The entries that follow must be given again exactly, with the pictures excluded.

The data

----------------------------------------

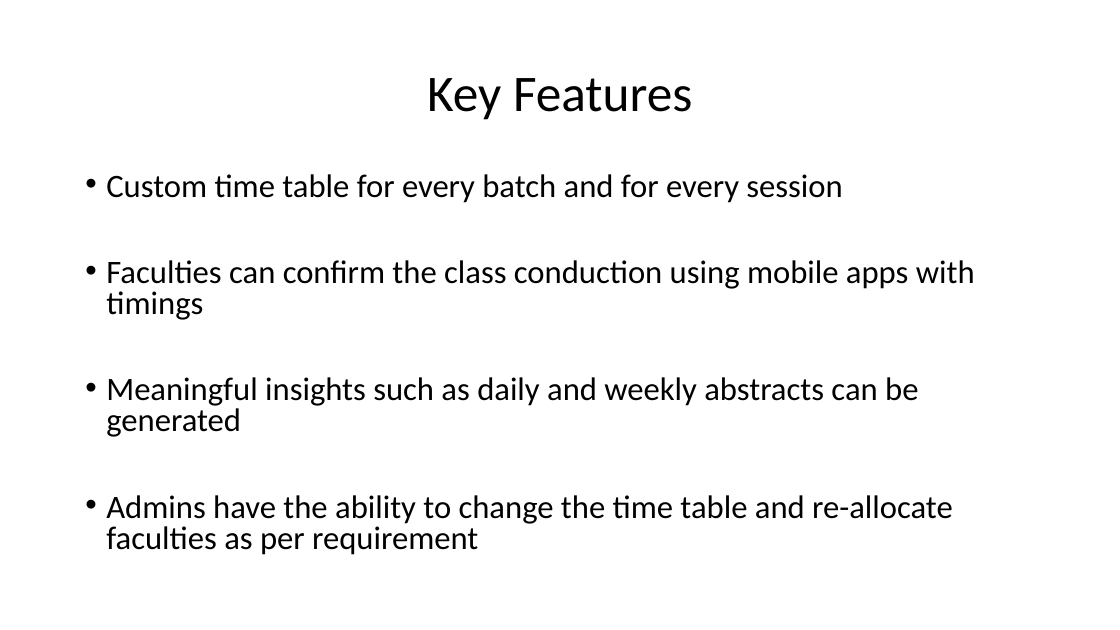
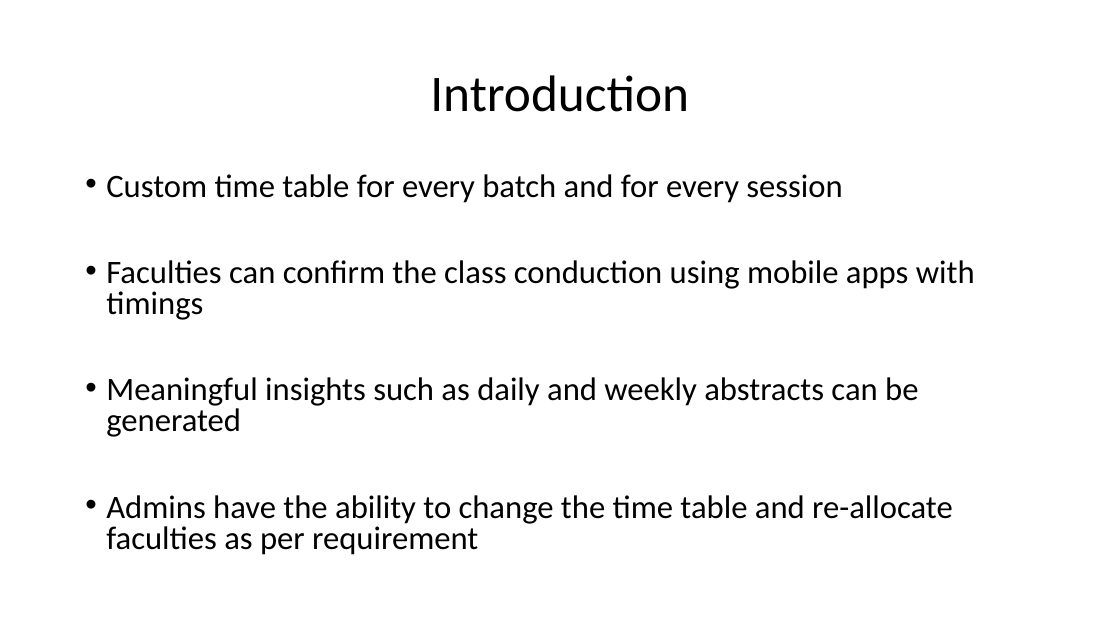
Before and after one commit to pesumca/vibhaag, a slide deck: slide 4 of docs/second_presentation/Vibhaag - Second Presentation.pptx (slide 3 before the commit). Drawn at 1120x630 pixels with LibreOffice and Linux fonts; fonts in the diff are those of the drawing. Boxes give left, top, right and bottom in pixels: in the first picture for what was removed or moved away, otherwise in the second. Text is boxed around its words. In the diff, an @@ line names an element or a change of style, - is before the commit and + after.

```diff
--- a/docs/second_presentation/Vibhaag - Second Presentation.pptx
+++ b/docs/second_presentation/Vibhaag - Second Presentation.pptx
@@ title at <box>430,75,689,112</box>: text changed @@
-Key Features
+Introduction
```
Also in this commit, not shown: 2 other slides changed, 4 slides added, 1 slide removed, 6 other files.

----------------------------------------

Solution below
Before and after one commit to pesumca/vibhaag, a slide deck: slide 4 of docs/second_presentation/Vibhaag - Second Presentation.pptx (slide 3 before the commit). Drawn at 1120x630 pixels with LibreOffice and Linux fonts; fonts in the diff are those of the drawing. Boxes give left, top, right and bottom in pixels: in the first picture for what was removed or moved away, otherwise in the second. Text is boxed around its words. In the diff, an @@ line names an element or a change of style, - is before the commit and + after.

```diff
--- a/docs/second_presentation/Vibhaag - Second Presentation.pptx
+++ b/docs/second_presentation/Vibhaag - Second Presentation.pptx
@@ title at <box>430,75,689,112</box>: text changed @@
-Key Features
+Introduction
```
Also in this commit, not shown: 2 other slides changed, 4 slides added, 1 slide removed, 6 other files.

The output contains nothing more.